La réalité me direz-vous, la crise, le chômage...faux problème, la famille est un ventre animal qui se construit, se développe et secrète ses anticorps. La famille, à l’image du placenta de la mère protège l’enfant. Une maman de modeste condition peut mettre au monde un bel enfant avec tous les espoirs du monde, c’est la présence du père qui fait la différence.

Père manquant, fils manqué...Que sont les hommes devenus ? Guy Corneau.

Peut-être qu’un jour les hommes cesseront de s’en remettre toujours à la collectivité.

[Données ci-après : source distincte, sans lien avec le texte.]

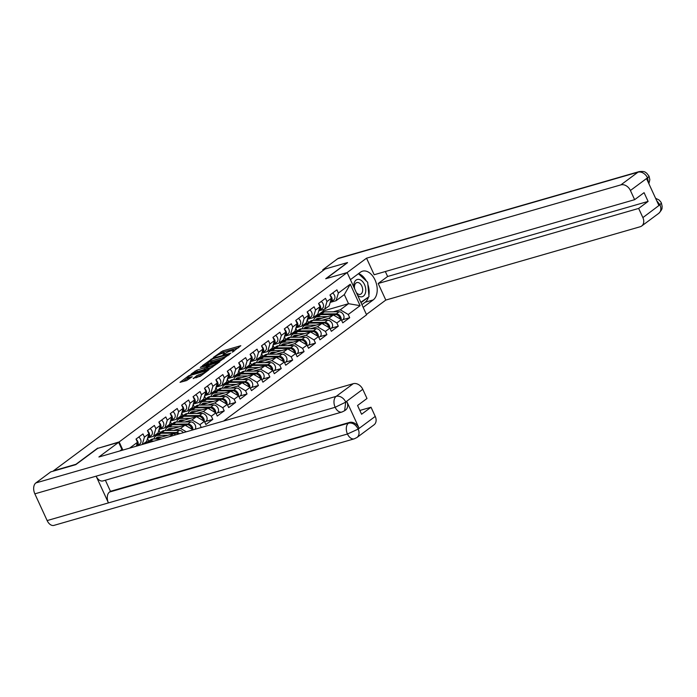 <?xml version="1.0" encoding="UTF-8"?>
<svg xmlns="http://www.w3.org/2000/svg" width="697" height="697" viewBox="0 0 697 697"><rect width="100%" height="100%" fill="white"/><g stroke="black" fill="none" stroke-linecap="round" stroke-linejoin="round"><path stroke-width="1.05" d="M232.267 352.194L240.813 345.703L222.761 350.905L213.413 357.395L215.809 356.254A4.33 0.775 -24.7 0 1 221.315 353.632L222.813 353.196A4.33 0.775 -24.7 0 1 224.451 353.091A4.33 0.775 -24.7 0 1 223.728 353.971L222.935 354.878L225.131 353.571A4.33 0.775 -24.7 0 1 230.637 350.94L232.136 350.504A4.33 0.775 -24.7 0 1 233.774 350.408A4.33 0.775 -24.7 0 1 233.051 351.288L232.267 352.194M193.217 378.297L200.292 376.267L208.987 369.698L188.704 375.753L180.009 382.322L186.639 380.527L192.206 376.728L188.66 377.643A3.616 0.645 -24.7 0 1 187.293 377.722A3.616 0.645 -24.7 0 1 188.957 376.319A3.616 0.645 -24.7 0 1 192.503 374.786L204.387 371.362A3.616 0.645 -24.7 0 1 205.754 371.274A3.616 0.645 -24.7 0 1 204.09 372.686A3.616 0.645 -24.7 0 1 200.544 374.211L196.842 375.605L193.348 378.584M97.693 448.119L75.903 464.307L53.538 470.754L325.124 269.016L347.489 262.569L325.699 278.756L347.15 272.571L119.143 441.942L97.798 448.337M220.888 360.506L230.794 353.144L212.751 358.345L202.33 365.733L220.888 360.506M219.921 361.682L209.727 368.791L191.17 374.028L196.746 370.238L205.781 367.302L208.412 365.245L200.283 367.467L201.285 366.727L219.921 361.682M122.89 450.079L119.143 441.942M223.563 421.066L366.587 314.826L347.15 272.571L366.544 258.186L620.888 184.879L637.964 172.194L337.653 258.744L322.772 269.8L324.88 269.19M129.59 448.145L137.501 442.273L136.028 439.066L142.972 433.909L144.445 437.115L148.905 433.795L147.433 430.598L154.377 425.431L155.849 428.638L160.31 425.327L158.838 422.121L165.79 416.963L167.263 420.16L171.723 416.85L170.251 413.652L177.195 408.486L178.667 411.692L183.128 408.381L181.656 405.175L188.599 400.017L190.081 403.214L194.541 399.904L193.06 396.698L200.013 391.54L201.485 394.746L205.946 391.426L204.474 388.229L211.418 383.062L212.89 386.269L217.351 382.958L215.878 379.752L222.822 374.594L224.303 377.791L228.764 374.481L227.283 371.274L234.236 366.117L235.708 369.323L240.169 366.003L238.696 362.806L245.64 357.648L247.113 360.846L251.573 357.535L250.101 354.329L257.045 349.171L258.526 352.377L262.987 349.058L261.506 345.86L268.458 340.694L269.931 343.9L274.391 340.589L272.919 337.383L279.863 332.225L281.335 335.423L285.796 332.112L284.324 328.906L291.276 323.748L292.749 326.954L297.21 323.635L295.728 320.437L302.681 315.279L304.153 318.477L308.614 315.166L307.142 311.96L314.086 306.802L315.558 310.008L320.019 306.689L318.546 303.491L325.499 298.325L326.971 301.531L331.432 298.22L329.96 295.014L336.904 289.856L338.376 293.054L350.26 284.228L360.114 305.661L348.23 314.495L340.293 309.808L333.323 311.812M342.715 319.705L349.711 317.693L348.23 314.495M349.711 317.693L342.758 322.85L341.286 319.653L336.825 322.964L328.888 318.276L321.918 320.289M331.31 328.182L338.298 326.17L336.825 322.964M338.298 326.17L331.354 331.328L329.881 328.121L325.421 331.441L317.475 326.754L310.505 328.757M319.897 336.66L326.893 334.638L325.421 331.441M326.893 334.638L319.949 339.805L318.468 336.599L314.007 339.909L306.07 335.222L299.1 337.235M308.492 345.128L315.488 343.116L314.007 339.909M315.488 343.116L308.536 348.273L307.063 345.076L302.603 348.387L294.665 343.699L287.695 345.712M297.088 353.606L304.075 351.593L302.603 348.387M304.075 351.593L297.131 356.751L295.659 353.545L291.198 356.864L283.252 352.177L276.282 354.181M285.674 362.074L292.67 360.061L291.198 356.864M292.67 360.061L285.726 365.219L284.245 362.022L279.785 365.333L271.847 360.645L264.877 362.658M274.269 370.551L281.266 368.539L279.785 365.333M281.266 368.539L274.313 373.697L272.841 370.49L268.38 373.81L260.443 369.122L253.473 371.126M262.865 379.029L269.852 377.007L268.38 373.81M269.852 377.007L262.908 382.174L261.436 378.968L256.975 382.278L249.029 377.591L242.059 379.604M251.451 387.497L258.448 385.485L256.975 382.278M258.448 385.485L251.495 390.642L250.023 387.445L245.562 390.756L237.625 386.068L230.655 388.081M240.047 395.974L247.034 393.962L245.562 390.756M247.034 393.962L240.09 399.12L238.618 395.913L234.157 399.233L226.22 394.546L219.25 396.549M228.642 404.443L235.63 402.43L234.157 399.233M235.63 402.43L228.686 407.588L227.213 404.391L222.752 407.701L214.807 403.014L207.837 405.027M217.229 412.92L224.225 410.908L222.752 407.701M224.225 410.908L217.272 416.065L215.8 412.859L211.339 416.179L203.402 411.491L196.432 413.495M205.824 421.397L212.812 419.376L211.339 416.179M212.812 419.376L205.868 424.543L204.395 421.337L199.934 424.647L191.997 419.96L185.027 421.973M201.241 427.496L199.934 424.647M148.905 433.795L146.631 441.428L142.658 444.381M142.24 444.503L144.445 437.115M147.973 437.89L153.575 436.27L155.849 428.638M160.31 425.327L158.036 432.959L153.575 436.27M159.378 429.413L164.989 427.792L167.263 420.16M171.723 416.85L169.449 424.482L164.989 427.792M169.563 436.627L173.64 433.595L154.952 438.988M149.829 440.46L144.532 443.841M143.861 443.484L144.087 443.972M147.52 438.439L148.618 440.809M175.749 434.841L173.64 433.595M170.782 420.936L176.393 419.324L178.667 411.692M183.128 408.381L180.854 416.004L176.393 419.324M186.291 431.809L180.584 428.437L173.614 430.45M156.781 435.303L155.562 435.651L161.242 431.983M180.584 428.437L185.045 425.126L166.356 430.511M155.265 435.015L155.562 435.651M158.933 429.962L160.022 432.34M192.991 429.814L185.045 425.126M182.196 412.467L187.798 410.847L190.081 403.214M194.541 399.904L192.259 407.536L187.798 410.847M168.186 426.825L166.966 427.174L171.427 423.863L172.647 423.515M191.997 419.96L196.458 416.649L177.761 422.033M166.679 426.538L166.966 427.174M170.338 421.493L171.427 423.863M204.395 421.337L196.458 416.649M193.6 403.99L199.211 402.378L201.485 394.746M205.946 391.426L203.672 399.059L199.211 402.378M179.591 418.348L178.38 418.705L182.841 415.386L184.052 415.037M203.402 411.491L207.863 408.172L189.175 413.565M178.083 418.069L178.38 418.705M181.743 413.016L182.841 415.386M215.8 412.859L207.863 408.172M205.005 395.513L210.616 393.901L212.89 386.269M217.351 382.958L215.077 390.59L210.616 393.901M191.004 409.88L189.784 410.228L195.465 406.56M214.807 403.014L219.267 399.703L200.579 405.088M189.488 409.592L189.784 410.228M193.156 404.548L194.245 406.917M227.213 404.391L219.267 399.703M216.418 387.044L222.021 385.424L224.303 377.791M228.764 374.481L226.481 382.113L222.021 385.424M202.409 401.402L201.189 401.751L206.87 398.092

Pourquoi faudrait-il trouver toujours des excuses à l’homme, alors que le mammifère s’implique et se responsabilise naturellement. Que font les pères des enfants et adolescents en révolte qui rivalisent d’ingéniosité pour détruire et brûler ?
D’où vient cet enfant habité par la haine ?

On nous avait dit qu’il avait un père, mais on n’en voit point ! ça n’est peut-être pas vrai…Il n’en a peut-être pas….Il n’en n’a peut-être jamais eu ! On se trompe des fois dans la vie. S’il en avait eu, on l’aurait vu…Parce que s’il en avait eu, il se serait montré. Hein ! C’est un homme…il se serait montré !

Les modèles existent, la famille respectable et respectée... les enfants heureux aussi.
Il se trouve qu’ici, le père, une fort belle personne, est aussi un éducateur cultivé et curieux qui pratique l’un des plus beau métier du monde, celui d’enseignant.


Critique/Presse
 :

La Gloire de mon père constitue une œuvre remarquable. Marcel Pagnol y évoque la figure de ce père instituteur, qui disposait d’une culture étendue, savait communier avec la nature et possédait une haute conscience morale. Et l’enfant était comme ébloui lorsqu’il le suivait par la garrigue matinale. A la Bastide Neuve, Marcel Pagnol connut le bonheur auprès de ceux qui l’entouraient. Car il y avait encore là sa mère, toute tendresse, et l’oncle Jules, d’une sagacité sans égale. Ces êtres réels, il les a aimés, mais à mesure qu’ils s’étaient éloignée dans le temps, ils s’étaient selon l’excellente remarque de Bernard de Fallois, transformés en personnages. Et dans le récit qu’il a fait de scènes vraies, le mémorialiste prend autant de plaisir que le romancier qui laisse courir son imagination, il est d’une certaine façon aussi libre. Pagnol a dit : "Si j’avais été peintre, je n’aurais fait que des portraits". Ceux qu’il a tracés des personnages de son enfance restent merveilleusement vivants.
Alors que les cultures régionales s’efforcent de renouer avec leurs traditions et de retrouver leurs racines, il n’est pas mauvais de reconnaître en Marcel Pagnol une sorte de précurseur.